Several of the major social media platforms - Instagram, TikTok, LinkedIn, Twitter - have effectively declared war on linking to things and I absolutely hate it

"Link in my bio" / "Link in thread" / "Link in first comment"... or increasingly no link at all, just an unsourced screenshot of a page

42 comments
Emelia 👸🏻

@mhoye @simon @anildash I think today there's still a place for "link in bio" type sites, especially when you might have, say, more than 4 links (i.e., mastodon) or more than the one which most social media allows.
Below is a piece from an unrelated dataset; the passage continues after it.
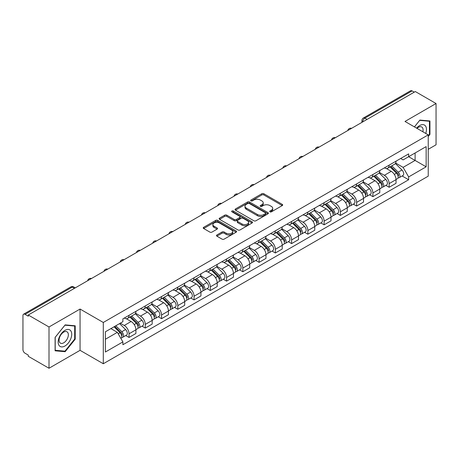 <?xml version="1.0" encoding="UTF-8"?>
<svg xmlns="http://www.w3.org/2000/svg" width="459" height="459" viewBox="0 0 459 459"><rect width="100%" height="100%" fill="white"/><g stroke="black" fill="none" stroke-linecap="round" stroke-linejoin="round"><path stroke-width="0.69" d="M269.967 211.84A1.01 0.585 0 0 0 271.395 211.84L282.262 205.569A1.446 0.838 0 0 0 282.687 204.978A1.446 0.838 0 0 0 282.262 204.387L263.85 193.755A1.446 0.838 0 0 0 261.808 193.755L250.935 200.032A1.01 0.585 0 0 0 250.643 200.445A1.01 0.585 0 0 0 250.935 200.858A1.01 0.585 0 0 0 252.37 200.858L253.775 200.044A4.63 2.674 0 0 1 260.322 200.044L261.859 200.927A4.63 2.674 0 0 1 263.214 202.821A4.63 2.674 0 0 1 261.859 204.708L260.448 205.523A1.01 0.585 0 0 0 260.155 205.936A1.01 0.585 0 0 0 260.448 206.349A1.01 0.585 0 0 0 261.882 206.349L263.288 205.534A4.63 2.674 0 0 1 269.835 205.534L271.372 206.424A4.63 2.674 0 0 1 272.726 208.311A4.63 2.674 0 0 1 271.372 210.205L269.967 211.014A1.01 0.585 0 0 0 269.668 211.427A1.01 0.585 0 0 0 269.967 211.84L269.967 211.014M216.9 234.979A1.446 0.838 0 0 0 216.476 235.565A1.446 0.838 0 0 0 216.9 236.156L222.064 239.139A1.446 0.838 0 0 0 224.112 239.139L236.184 232.174A1.446 0.838 0 0 0 236.603 231.583A1.446 0.838 0 0 0 236.184 230.992L217.767 220.36A1.446 0.838 0 0 0 215.724 220.36L203.653 227.331A1.446 0.838 0 0 0 203.228 227.922A1.446 0.838 0 0 0 203.653 228.507L209.895 232.111A1.446 0.838 0 0 0 211.938 232.111L217.107 229.133A1.446 0.838 0 0 0 217.526 228.542A1.446 0.838 0 0 0 217.107 227.951L214.009 226.161A3.867 2.232 0 0 1 212.878 224.583A3.867 2.232 0 0 1 215.265 222.517A3.867 2.232 0 0 1 219.482 223.005L231.606 229.999A3.867 2.232 0 0 1 232.736 231.583A3.867 2.232 0 0 1 230.349 233.642A3.867 2.232 0 0 1 226.132 233.161L224.112 231.996A1.446 0.838 0 0 0 222.064 231.996L216.9 234.979L216.9 236.156L222.064 233.195L222.064 231.996M103.298 322.47L80.061 309.05L49.004 326.98L28.263 315.012L415.309 91.548L436.05 103.522L404.993 121.451L428.236 134.871L103.298 322.47L103.298 363.746L428.236 176.147L428.236 134.871M253.879 220.773A1.446 0.838 0 0 0 255.927 220.773L267.993 213.802A1.446 0.838 0 0 0 268.417 213.211A1.446 0.838 0 0 0 267.993 212.626L249.581 201.994A1.446 0.838 0 0 0 247.539 201.994L235.467 208.96A1.446 0.838 0 0 0 235.042 209.551A1.446 0.838 0 0 0 235.467 210.142L253.879 220.773M232.34 212.058A1.01 0.585 0 0 1 233.367 212.201L252.071 222.999L240.017 229.959A1.446 0.838 0 0 1 237.974 229.959L219.557 219.327L219.557 218.145A1.446 0.838 0 0 0 219.138 218.736A1.446 0.838 0 0 0 219.557 219.327M219.557 218.145L224.726 215.162A1.446 0.838 0 0 1 226.769 215.162L234.239 219.477A1.446 0.838 0 0 0 236.282 219.477L239.713 217.497A1.446 0.838 0 0 0 240.137 216.906A1.446 0.838 0 0 0 239.713 216.315L231.938 211.828A1.01 0.585 0 0 1 231.64 211.415A1.01 0.585 0 0 1 232.265 210.87A1.01 0.585 0 0 1 233.367 210.997L252.089 221.806A1.446 0.838 0 0 1 252.513 222.397A1.446 0.838 0 0 1 252.089 222.988L252.089 221.806M49.004 326.98L49.004 368.256L28.263 356.287L28.263 355.082L25.033 353.218A2.949 1.704 -120 0 1 22.95 349.603L22.95 315.551A2.949 1.704 -120 0 1 23.558 314.203L70.766 286.944A2.949 1.704 60 0 1 72.241 287.093L25.033 314.346A2.949 1.704 -120 0 0 23.558 314.203M428.236 149.313L436.05 144.797L436.05 103.522M49.004 368.256L80.061 350.326L103.298 363.746M28.263 315.012L28.263 316.211L25.033 314.346M367.062 119.409L364.871 118.147A2.949 1.704 60 0 0 363.396 117.997L410.61 90.744A2.949 1.704 60 0 1 412.079 90.888L364.871 118.147A2.949 1.704 120 0 0 362.788 121.755L362.788 121.876M414.27 92.15L412.079 90.888M389.152 165.137A6.782 3.913 60 0 1 387.752 168.178L394.631 164.207A6.782 3.913 -120 0 0 396.031 161.161M379.392 172.435L384.361 175.304A6.782 3.913 60 0 1 389.152 183.606L396.031 179.635A6.782 3.913 -120 0 0 391.24 171.333L386.317 168.487M396.031 179.635L396.031 183.307L389.152 187.278L385.858 185.373M387.752 168.178A6.782 3.913 60 0 1 384.412 167.874M389.152 183.606L389.152 187.278M372.897 174.518A6.782 3.913 60 0 1 371.492 177.564L378.371 173.594A6.782 3.913 -120 0 0 379.777 170.547M369.598 194.759L372.897 196.664L379.777 192.688L379.777 189.022A6.782 3.913 -120 0 0 374.98 180.72L370.057 177.874M371.492 177.564A6.782 3.913 60 0 1 368.158 177.26M363.138 181.821L368.101 184.69A6.782 3.913 60 0 1 372.897 192.992L372.897 196.664M356.637 183.904A6.782 3.913 60 0 1 355.237 186.951L362.117 182.98A6.782 3.913 -120 0 0 363.517 179.934M353.344 204.146L356.637 206.045L363.517 202.075L363.517 198.408A6.782 3.913 -120 0 0 358.726 190.106L353.803 187.261M355.237 186.951A6.782 3.913 60 0 1 351.898 186.641M346.878 191.208L351.846 194.077A6.782 3.913 60 0 1 356.637 202.379L356.637 206.045M340.383 193.291A6.782 3.913 60 0 1 338.977 196.337L345.856 192.367A6.782 3.913 -120 0 0 347.262 189.32M337.084 213.533L340.383 215.432L347.262 211.461L347.262 207.795A6.782 3.913 -120 0 0 342.466 199.487L337.543 196.647M338.977 196.337A6.782 3.913 60 0 1 335.644 196.027M330.623 200.594L335.586 203.463A6.782 3.913 60 0 1 340.383 211.765L340.383 215.432M324.123 202.677A6.782 3.913 60 0 1 322.723 205.724L329.596 201.753A6.782 3.913 -120 0 0 331.002 198.707M320.83 222.913L324.123 224.818L331.002 220.848L331.002 217.182A6.782 3.913 -120 0 0 326.211 208.874L321.289 206.034M322.723 205.724A6.782 3.913 60 0 1 319.384 205.414M314.363 209.981L319.332 212.844A6.782 3.913 60 0 1 324.123 221.152L324.123 224.818M307.869 212.064A6.782 3.913 60 0 1 306.463 215.11L313.342 211.134A6.782 3.913 -120 0 0 314.748 208.093M304.569 232.3L307.869 234.205L314.748 230.234L314.748 226.562A6.782 3.913 -120 0 0 309.951 218.26L305.028 215.42M306.463 215.11A6.782 3.913 60 0 1 303.129 214.801M298.109 219.362L303.072 222.231A6.782 3.913 60 0 1 307.869 230.538L307.869 234.205M291.608 221.45A6.782 3.913 60 0 1 290.208 224.491L297.082 220.521A6.782 3.913 -120 0 0 298.488 217.48M288.315 241.686L291.608 243.591L298.488 239.621L298.488 235.949A6.782 3.913 -120 0 0 293.697 227.647L288.774 224.807M290.208 224.491A6.782 3.913 60 0 1 286.869 224.187M281.849 228.748L286.818 231.617A6.782 3.913 60 0 1 291.608 239.919L291.608 243.591M275.354 230.837A6.782 3.913 60 0 1 273.948 233.878L280.828 229.907A6.782 3.913 -120 0 0 282.233 226.866M272.055 251.073L275.354 252.978L282.233 249.007L282.233 245.335A6.782 3.913 -120 0 0 277.437 237.033L272.514 234.193M273.948 233.878A6.782 3.913 60 0 1 270.615 233.574M265.595 238.135L270.558 241.004A6.782 3.913 60 0 1 275.354 249.306L275.354 252.978M259.094 240.223A6.782 3.913 60 0 1 257.694 243.264L264.568 239.294A6.782 3.913 -120 0 0 265.973 236.253M255.801 260.46L259.094 262.364L265.973 258.394L265.973 254.722A6.782 3.913 -120 0 0 261.182 246.42L256.26 243.58M257.694 243.264A6.782 3.913 60 0 1 254.355 242.96M249.335 247.521L254.303 250.39A6.782 3.913 60 0 1 259.094 258.692L259.094 262.364M242.84 249.61A6.782 3.913 60 0 1 241.434 252.651L248.313 248.68A6.782 3.913 -120 0 0 249.719 245.64M239.541 269.846L242.84 271.751L249.719 267.781L249.719 264.109A6.782 3.913 -120 0 0 244.922 255.806L240 252.961M241.434 252.651A6.782 3.913 60 0 1 238.101 252.347M233.08 256.908L238.043 259.777A6.782 3.913 60 0 1 242.84 268.079L242.84 271.751M226.58 258.996A6.782 3.913 60 0 1 225.18 262.037L232.053 258.067A6.782 3.913 -120 0 0 233.459 255.026M223.286 279.233L226.58 281.137L233.459 277.167L233.459 273.495A6.782 3.913 -120 0 0 228.668 265.193L223.745 262.347M225.18 262.037A6.782 3.913 60 0 1 221.84 261.733M216.82 266.295L221.789 269.163A6.782 3.913 60 0 1 226.58 277.466L226.58 281.137M210.325 268.383A6.782 3.913 60 0 1 208.92 271.424L215.799 267.454A6.782 3.913 -120 0 0 217.205 264.407M207.026 288.619L210.325 290.524L217.205 286.554L217.205 282.882A6.782 3.913 -120 0 0 212.408 274.58L207.485 271.734M208.92 271.424A6.782 3.913 60 0 1 205.586 271.12M200.566 275.681L205.529 278.55A6.782 3.913 60 0 1 210.325 286.852L210.325 290.524M194.065 277.764A6.782 3.913 60 0 1 192.665 280.81L199.539 276.84A6.782 3.913 -120 0 0 200.944 273.793M190.772 298.006L194.065 299.911L200.944 295.935L200.944 292.268A6.782 3.913 -120 0 0 196.154 283.966L191.231 281.12M192.665 280.81A6.782 3.913 60 0 1 189.326 280.506M184.306 285.068L189.274 287.936A6.782 3.913 60 0 1 194.065 296.239L194.065 299.911M177.811 287.15A6.782 3.913 60 0 1 176.405 290.197L183.284 286.227A6.782 3.913 -120 0 0 184.69 283.18M174.512 307.392L177.811 309.291L184.69 305.321L184.69 301.655A6.782 3.913 -120 0 0 179.894 293.353L174.971 290.507M176.405 290.197A6.782 3.913 60 0 1 173.072 289.887M168.051 294.454L173.014 297.323A6.782 3.913 60 0 1 177.811 305.625L177.811 309.291M161.551 296.537A6.782 3.913 60 0 1 160.151 299.584L167.024 295.613A6.782 3.913 -120 0 0 168.43 292.567M158.257 316.779L161.551 318.678L168.43 314.708L168.43 311.041A6.782 3.913 -120 0 0 163.639 302.733L158.716 299.893M160.151 299.584A6.782 3.913 60 0 1 156.812 299.274M151.791 303.841L156.76 306.71A6.782 3.913 60 0 1 161.551 315.012L161.551 318.678M145.296 305.923A6.782 3.913 60 0 1 143.891 308.97L150.77 304.994A6.782 3.913 -120 0 0 152.176 301.953M141.997 326.16L145.296 328.065L152.176 324.094L152.176 320.422A6.782 3.913 -120 0 0 147.379 312.12L142.456 309.28M143.891 308.97A6.782 3.913 60 0 1 140.557 308.66M135.537 313.227L140.5 316.09A6.782 3.913 60 0 1 145.296 324.398L145.296 328.065M129.036 315.31A6.782 3.913 60 0 1 127.636 318.357L134.51 314.381A6.782 3.913 -120 0 0 135.916 311.34M125.743 335.546L129.036 337.451L135.916 333.481L135.916 329.809A6.782 3.913 -120 0 0 131.125 321.507L126.202 318.666M127.636 318.357A6.782 3.913 60 0 1 124.297 318.047M120.287 323.193L124.246 325.477A6.782 3.913 60 0 1 129.036 333.785L129.036 337.451M400.667 158.487L403.117 159.898L426.147 146.605L415.102 152.979L415.102 160.443L403.117 167.363L395.652 163.048M105.381 339.258L117.366 332.339L122.892 341.903L105.381 352.013L105.381 331.794L122.892 321.69L122.892 318.862L408.642 153.885L408.642 156.708L426.147 166.818L408.642 176.927L403.117 167.363M426.147 146.605L426.147 166.818M122.892 341.903L122.892 344.732L408.642 179.756L408.642 176.927M428.236 136.524L429.951 134.384L429.951 120.975L419.899 120.08L414.42 126.896M80.061 309.05L80.061 350.326M55.097 350.802L65.155 351.703L75.213 339.195L75.213 325.787L65.155 324.886L55.097 337.394L55.097 350.802M117.366 332.339L110.906 328.61M402.113 175.986L408.642 179.756M429.435 134.085L429.951 134.384M64.094 351.089L65.155 351.703M74.691 338.891L75.213 339.195M270.368 211.983L271.372 211.404A4.63 2.674 0 0 0 272.726 209.516L272.726 208.311M263.214 202.821L263.214 204.025A4.63 2.674 0 0 1 261.859 205.913L260.855 206.493M282.262 204.387L282.262 205.569L263.85 194.96A1.446 0.838 0 0 0 261.808 194.96L251.343 201.002M267.976 213.814L249.581 203.199A1.446 0.838 0 0 0 247.539 203.199L235.484 210.153M265.44 213.63A1.01 0.585 0 0 0 265.732 213.211A1.01 0.585 0 0 0 265.44 212.798L249.277 203.469A1.01 0.585 0 0 0 247.843 203.469L246.363 204.324A4.63 2.674 0 0 0 245.003 206.217A4.63 2.674 0 0 0 246.363 208.105L257.407 214.485A4.63 2.674 0 0 0 263.954 214.485L265.44 213.63L265.44 214.829A1.01 0.585 0 0 0 265.732 214.416L265.732 213.211M245.003 206.217L245.003 207.416A4.63 2.674 0 0 0 246.363 209.31L246.363 208.105M265.44 214.829L263.954 215.69A4.63 2.674 0 0 1 257.407 215.69L246.363 209.31M219.58 219.339L224.726 216.367L224.726 215.162M240.137 216.906L240.137 218.111A1.446 0.838 0 0 1 239.713 218.696L236.282 220.676A1.446 0.838 0 0 1 234.239 220.676L226.769 216.367A1.446 0.838 0 0 0 224.726 216.367M241.985 223.946A3.867 2.232 0 0 0 246.202 224.434A3.867 2.232 0 0 0 248.594 222.368A3.867 2.232 0 0 0 247.458 220.79L243.19 218.323A1.446 0.838 0 0 0 241.141 218.323L237.716 220.303A1.446 0.838 0 0 0 237.292 220.894A1.446 0.838 0 0 0 237.716 221.485L241.985 223.946L241.985 225.151A3.867 2.232 0 0 0 246.202 225.633A3.867 2.232 0 0 0 248.594 223.573L248.594 222.368M237.292 220.894L237.292 222.093A1.446 0.838 0 0 0 237.716 222.684L237.716 221.485M241.985 225.151L237.716 222.684M232.736 231.583L232.736 232.782A3.867 2.232 0 0 1 230.349 234.847A3.867 2.232 0 0 1 226.132 234.365L224.112 233.195A1.446 0.838 0 0 0 222.064 233.195M212.878 224.583L212.878 225.788A3.867 2.232 0 0 0 214.009 227.366L214.009 226.161M217.084 229.139L214.009 227.366M236.161 232.185L217.767 221.565A1.446 0.838 0 0 0 215.724 221.565L203.67 228.519M390.03 166.864L396.433 173.181A3.683 2.129 60 0 1 397.408 178.706L396.031 179.498M391.309 168.12L394.023 169.687M390.741 166.451L397.752 173.37A1.767 1.021 60 0 1 398.217 176.021A1.767 1.021 60 0 1 398.056 176.084M391.802 165.837L398.205 172.159A3.683 2.129 60 0 1 399.175 177.679A3.683 2.129 60 0 1 398.062 177.799M395.383 163.507L401.958 169.991A3.683 2.129 60 0 1 402.927 175.516L399.175 177.679M373.769 176.25L380.178 182.567A3.683 2.129 60 0 1 381.148 188.092L379.771 188.884M375.049 177.507L377.763 179.073M374.481 175.837L381.498 182.757A1.767 1.021 60 0 1 381.963 185.407A1.767 1.021 60 0 1 381.802 185.47M375.542 175.223L381.945 181.546A3.683 2.129 60 0 1 382.921 187.065A3.683 2.129 60 0 1 381.808 187.186M379.128 172.894L385.698 179.377A3.683 2.129 60 0 1 386.673 184.902L382.921 187.065M357.515 185.631L363.918 191.954A3.683 2.129 60 0 1 364.894 197.479L363.517 198.271M358.795 186.893L361.508 188.46M358.227 185.224L365.238 192.143A1.767 1.021 60 0 1 365.703 194.794A1.767 1.021 60 0 1 365.542 194.857M359.288 184.61L365.691 190.927A3.683 2.129 60 0 1 366.661 196.452A3.683 2.129 60 0 1 365.548 196.572M362.868 182.28L369.443 188.764A3.683 2.129 60 0 1 370.413 194.289L366.661 196.452M425.728 133.426A9.582 5.531 120 0 0 425.556 126.07A9.582 5.531 120 0 0 416.617 128.164M422.865 131.767A6.558 3.787 120 0 0 422.469 127.659A6.558 3.787 120 0 0 421.735 126.977A6.558 3.787 120 0 0 417.019 128.394M414.437 126.908L419.687 120.373L429.435 121.245L429.435 134.235L428.236 135.726M428.786 120.872L429.435 121.245M70.812 330.876A9.582 5.531 120 0 0 61.563 333.354A9.582 5.531 120 0 0 59.079 345.472A9.582 5.531 120 0 0 68.334 342.993A9.582 5.531 120 0 0 70.812 330.876M67.731 332.465A6.558 3.787 120 0 0 66.991 331.782A6.558 3.787 120 0 0 60.892 334.846A6.558 3.787 120 0 0 59.699 342.46A6.558 3.787 120 0 0 60.433 343.143A6.558 3.787 120 0 0 66.538 340.079A6.558 3.787 120 0 0 67.731 332.465M64.948 351.164L55.206 350.297L55.206 337.302L64.948 325.184L74.691 326.051L74.691 339.046L64.948 351.164M74.048 325.678L74.691 326.051M341.255 195.018L347.664 201.34A3.683 2.129 60 0 1 348.633 206.86L347.256 207.657M342.534 196.28L345.248 197.846M341.966 194.61L348.983 201.53A1.767 1.021 60 0 1 349.448 204.18A1.767 1.021 60 0 1 349.288 204.244M343.028 193.996L349.431 200.313A3.683 2.129 60 0 1 350.406 205.839A3.683 2.129 60 0 1 349.293 205.959M346.614 191.667L353.183 198.15A3.683 2.129 60 0 1 354.159 203.676L350.406 205.839M325.001 204.404L331.404 210.727A3.683 2.129 60 0 1 332.379 216.246L331.002 217.044M326.28 205.666L328.994 207.233M325.712 203.997L332.723 210.916A1.767 1.021 60 0 1 333.188 213.567A1.767 1.021 60 0 1 333.027 213.63M326.774 203.383L333.177 209.7A3.683 2.129 60 0 1 334.146 215.225A3.683 2.129 60 0 1 333.033 215.346M330.354 201.053L336.929 207.537A3.683 2.129 60 0 1 337.899 213.062L334.146 215.225M308.741 213.791L315.149 220.108A3.683 2.129 60 0 1 316.119 225.633L314.742 226.43M310.02 215.053L312.734 216.619M309.452 213.383L316.469 220.303A1.767 1.021 60 0 1 316.934 222.954A1.767 1.021 60 0 1 316.773 223.017M310.514 212.769L316.917 219.086A3.683 2.129 60 0 1 317.892 224.612A3.683 2.129 60 0 1 316.779 224.732M314.099 210.44L320.669 216.923A3.683 2.129 60 0 1 321.644 222.443L317.892 224.612M292.486 223.177L298.889 229.494A3.683 2.129 60 0 1 299.865 235.019L298.488 235.811M293.766 224.44L296.48 226.006M293.198 222.77L300.209 229.689A1.767 1.021 60 0 1 300.674 232.34A1.767 1.021 60 0 1 300.513 232.403M294.259 222.156L300.662 228.473A3.683 2.129 60 0 1 301.632 233.998A3.683 2.129 60 0 1 300.519 234.113M297.839 219.821L304.415 226.31A3.683 2.129 60 0 1 305.384 231.829L301.632 233.998M276.226 232.564L282.635 238.881A3.683 2.129 60 0 1 283.605 244.406L282.228 245.198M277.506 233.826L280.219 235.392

I'm actually thinking that's what I'll make thisismissem.social be eventually.

Simon Willison

@thisismissem @mhoye @anildash those are fine - if anything they're healthy, I like that people are encouraged to tie their various online presences together in a single place

What I hate is when people stop linking to and sharing individual articles because they are encouraged not to do that

Emelia 👸🏻

@simon @mhoye @anildash yeah, that's fair. I think that's also due to accounts being regularly suspended due to the contents at the link (i.e., it's very common that posting an onlyfans URL in an instagram story will result in your account being suspended)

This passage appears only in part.